:: What is expected ::
From the entries below, return exactly the lines beginning at the one that contains "Inputs (mouse positions" and ending at the one that contains "- Up to frame 3", both of them included, and only those lines.

:: Stored data ::
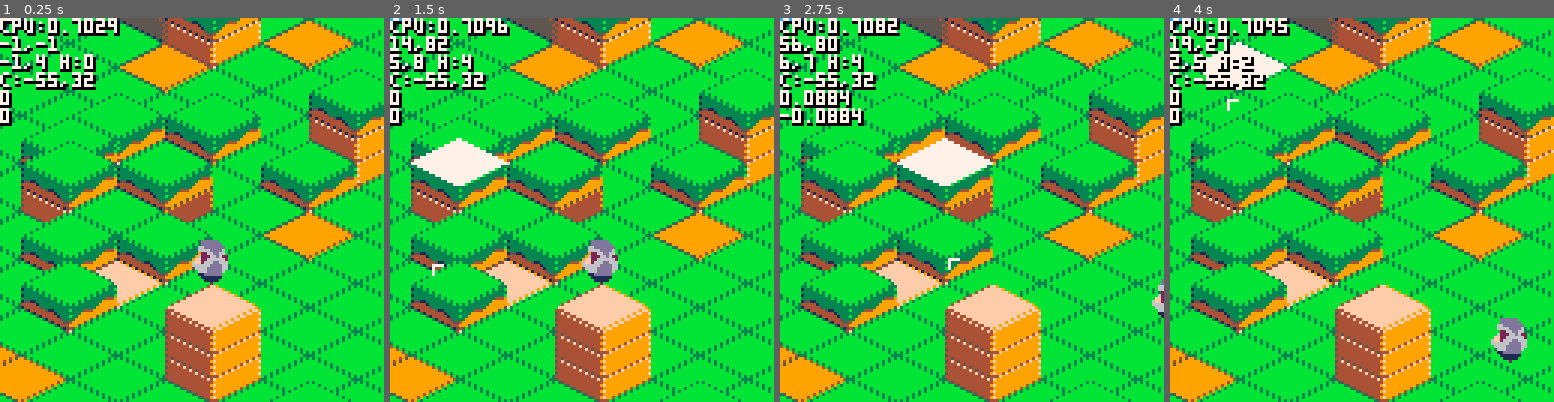
Above: before the commit, frames 1-4 (left to right).
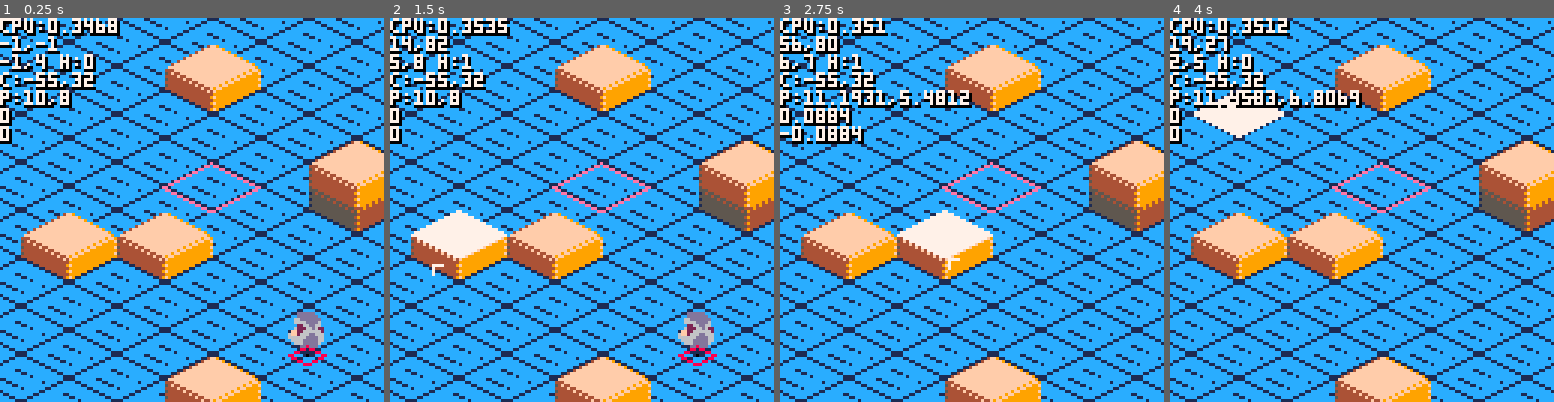
Above: after the commit, the same moments.

Repository: pvan/pico8
Game: PICO-8 cartridge island.p8
Two runs of this game, one before a commit and one after it. Both use one fixed random seed, a clock stepped at 60 frames per second and the inputs below.
Inputs (mouse positions are in pixels of both pictures, inside the frame that each line leads up to):
- Up to frame 1 (0.25 s): no input
- Up to frame 2 (1.5 s): tap X (X key) at 0.33, 1.07 s; click (670, 121) at 0.67 s; tap O (Z key) at 0.7 s; click (436, 267) at 1.22 s
- Up to frame 3 (2.75 s): hold Right 1.6-2.1 s; tap O (Z key) at 1.7, 2.1, 2.5 s; click (887, 114) at 1.77 s; tap X (X key) at 1.85 s; hold Up 2.15-2.42 s; click (952, 259) at 2.32 s; hold Right from 2.47 s (still down)
- Up to frame 4 (4 s): click (1404, 106) at 2.87 s; tap O (Z key) at 2.9, 3.3, 3.7 s; tap X (X key) at 2.97 s; release Right at 3.03 s; hold Left 3.08-3.58 s; click (1465, 256) at 3.42 s; hold Down 3.63-3.97 s; click (1231, 102) at 3.97 s

The runs differ from the first frame. In frame 1, 96% of the frame differs, in the area x 0-100%, y 0-100%; in frame 2, 96%; in frame 3, 95%; in frame 4, 95%.

Commit message:
island: experiment with rect-based collision

Diff:
--- a/island.p8
+++ b/island.p8
@@ -51,21 +51,12 @@
 
  draw_terrain()
 
-
--- --selection
--- hlx,hly=iso2world(ntx,nty)
--- ts=tget(ntx,nty)
--- palt(1,true)
--- palt(2,true)
--- palt(3,true)
--- pal(7,10)
--- spr(68,hlx,hly-#ts*8,4,2)
--- pal()
--- palt(1,false)
--- palt(2,false)
---	palt(3,false)
---
-
+ --4 nearest tiles
+-- col=10
+-- for coords in all(nearcoords) do
+--  hl_stack(coords,col)
+--  col+=1
+-- end
 
 -- local pwx,pwy=pgroundpos()
 -- local hotspotsx={-2,2}
@@ -126,6 +117,7 @@
 -- print2(pwx..","..pwy)
 -- print2(tempx..","..tempy)
 
+ print2("p:"..truepx..","..truepy)
 
  if (not allowx) xstep=0
  if (not allowy) ystep=0
@@ -139,9 +131,36 @@
 -- local backx,backy=isofloat2world(mwfx,mwfy)
 -- print2("bck:"..backx..","..backy)
 
-
-end
-
+ draw_iso_rect2(pcol2())
+
+ ctest=7
+ if (rcol) ctest=10
+ if (r!=nil) draw_iso_rect2(r,ctest)
+
+
+-- --little test of rect collision
+-- if (btn(⬆️)) yyy-=1
+-- if (btn(⬇️)) yyy+=1
+-- if (btn(⬅️)) xxx-=1
+-- if (btn(➡️)) xxx+=1
+-- r1={10,10,45,25}
+-- r2={xxx,yyy,xxx+www,yyy+hhh}
+-- ccc=5
+-- if (rectcol2(r1,r2)) ccc=7
+-- draw_iso_rect2(r1,ccc)
+-- draw_iso_rect2(r2,4)
+
+ r={5,5,1,1}
+ coltestcol=14
+ if (rectcol2(r,pcol2())) coltestcol=5
+ draw_iso_rect2(r,coltestcol)
+
+ draw_iso_rect2(newpcol,8)
+
+end
+
+-- xxx,yyy=50,50
+-- www,hhh=32,32
 
 function print2(str,col)
  local cursor_x=peek(0x5f26)
@@ -244,6 +263,21 @@
  else return ceil(num-0.5)
  end
 end
+
+
+function rectcol2(a,b)
+
+ if a[1]+a[3]>b[1] and
+    a[1]<b[1]+b[3] and
+    a[2]+a[4]>b[2] and
+    a[2]<b[2]+b[4]
+ then
+  return true
+ else
+  return false
+ end
+
+end
 -->8
 --tiles
 
@@ -284,7 +318,9 @@
  --add extra dirt layer
  for row in all(tiles) do
   for ts in all(row) do
-   add(ts,3)
+   --add(ts,3)
+   del(ts,ts[1])
+   del(ts,ts[1])
   end
  end
 
@@ -410,6 +446,34 @@
 
 
 end
+
+
+
+function isorect(pos)
+ return {pos[1],pos[2],pos[1]+1,pos[2]+1}
+end
+function isorect2(pos)
+ return {pos[1],pos[2],1,1}
+end
+
+function hl_stack(isopos,col)
+
+ --selection
+ hlx,hly=iso2world(isopos[1],isopos[2])
+ ts=tget(isopos[1],isopos[2])
+ palt(1,true)
+ palt(2,true)
+ palt(3,true)
+ pal(7,col)
+ spr(68,hlx,hly-#ts*8,4,2)
+ pal()
+ palt(1,false)
+ palt(2,false)
+	palt(3,false)
+
+end
+
+
 -->8
 --player
 
@@ -417,15 +481,47 @@
 
 --in iso coordinates
 truepx=10
-truepy=10
-
-
-function pgroundpos()
+truepy=8
+
+
+function pgroundpos3()
  local ptx,pty=world2iso(px,py)
  local ts=tget(ptx,pty)
  return px,py-#ts*hth
 end
 
+function draw_iso_rect(r,col)
+ if (col!=nil) color(col)
+ tlx,tly=isofloat2world(r[1],r[2])
+ trx,try=isofloat2world(r[3],r[2])
+ blx,bly=isofloat2world(r[1],r[4])
+ brx,bry=isofloat2world(r[3],r[4])
+ line(tlx-cx,tly-cy,trx-cx,try-cy)
+ line(brx-cx,bry-cy)
+ line(blx-cx,bly-cy)
+ line(tlx-cx,tly-cy)
+end
+function draw_iso_rect2(r,col)
+ if (col!=nil) color(col)
+ tlx,tly=isofloat2world(r[1],r[2])
+ trx,try=isofloat2world(r[1]+r[3],r[2])
+ blx,bly=isofloat2world(r[1],r[2]+r[4])
+ brx,bry=isofloat2world(r[1]+r[3],r[2]+r[4])
+ line(tlx-cx,tly-cy,trx-cx,try-cy)
+ line(brx-cx,bry-cy)
+ line(blx-cx,bly-cy)
+ line(tlx-cx,tly-cy)
+end
+function pcol()
+ sz=3/16
+ return {truepx-sz,truepy-sz,
+         truepx+sz,truepy+sz}
+end
+function pcol2()
+ sz=3/16
+ return {truepx-sz,truepy-sz,
+         2*sz,2*sz}
+end
 
 function update_player()
 
@@ -473,6 +569,57 @@
 	end
 
 
+ ptx,pty=flr(truepx),flr(truepy)
+ ts=tget(ptx,pty)
+
+ newpcol=pcol2()
+ newpcol[1]+=xstep
+ newpcol[2]+=ystep
+
+	--new rect-based collision detection
+	allowx=true
+	allowy=true
+	nearcoords={
+	 {flr(truepx+.5),flr(truepy+.5)},
+	 {flr(truepx+.5)-1,flr(truepy+.5)},
+	 {flr(truepx+.5),flr(truepy+.5)-1},
+	 {flr(truepx+.5)-1,flr(truepy+.5)-1},
+	}
+	for pos in all (nearcoords) do
+	 thists=tget(pos[1],pos[2])
+	 if #thists > #ts then
+ 	 r=isorect2(pos)
+ 	 if rectcol2(r,newpcol) then
+
+ 	  --only check individual x/y
+ 	  --(for sliding) if we
+ 	  --already know the combined
+ 	  --new point is impassable
+
+ 	  xnewpcol=pcol2()
+    xnewpcol[1]+=xstep
+ 	  ynewpcol=pcol2()
+    ynewpcol[2]+=ystep
+
+ 	  if rectcol2(r,xnewpcol) then
+ 	   allowx=false
+ 	  end
+ 	  if rectcol2(r,ynewpcol) then
+ 	   allowy=false
+ 	  end
+
+--				allowx=false
+--				allowy=false
+				rcol=true
+			else
+			 rcol=false
+ 	 end
+	 end
+	end
+	if (allowx) truepx+=xstep
+	if (allowy) truepy+=ystep
+
+--[[
  -- collisiton detection here
  allowx=true
  allowy=true
@@ -516,10 +662,9 @@
 --  if (#bts>#ts) allowx=false
 -- end
 
-
 	if (allowx) truepx+=xstep
 	if (allowy) truepy+=ystep
-
+]]
 
 end
 
@@ -542,15 +687,15 @@
  spr(1,pwx-ofx,pwy-ofy,2,2)
 
 
- for j=1,#hotspotsy do
-  local hy = hotspotsy[j]
-  for i=1,#hotspotsx do
-   local hx = hotspotsx[i]
-
-   local psx,psy=isofloat2world(truepx+hx,truepy+hy)
-   pset(psx,psy-#ts*8,2)
-  end
- end
+-- for j=1,#hotspotsy do
+--  local hy = hotspotsy[j]
+--  for i=1,#hotspotsx do
+--   local hx = hotspotsx[i]
+--
+--   local psx,psy=isofloat2world(truepx+hx,truepy+hy)
+--   pset(psx,psy-#ts*8,2)
+--  end
+-- end
 
 end
 __gfx__
Not shown, changed: the music (__music__) section of island.p8
Not shown, changed: the sound effects (__sfx__) section of island.p8

:: Reply to the exercise ::
Inputs (mouse positions are in pixels of both pictures, inside the frame that each line leads up to):
- Up to frame 1 (0.25 s): no input
- Up to frame 2 (1.5 s): tap X (X key) at 0.33, 1.07 s; click (670, 121) at 0.67 s; tap O (Z key) at 0.7 s; click (436, 267) at 1.22 s
- Up to frame 3 (2.75 s): hold Right 1.6-2.1 s; tap O (Z key) at 1.7, 2.1, 2.5 s; click (887, 114) at 1.77 s; tap X (X key) at 1.85 s; hold Up 2.15-2.42 s; click (952, 259) at 2.32 s; hold Right from 2.47 s (still down)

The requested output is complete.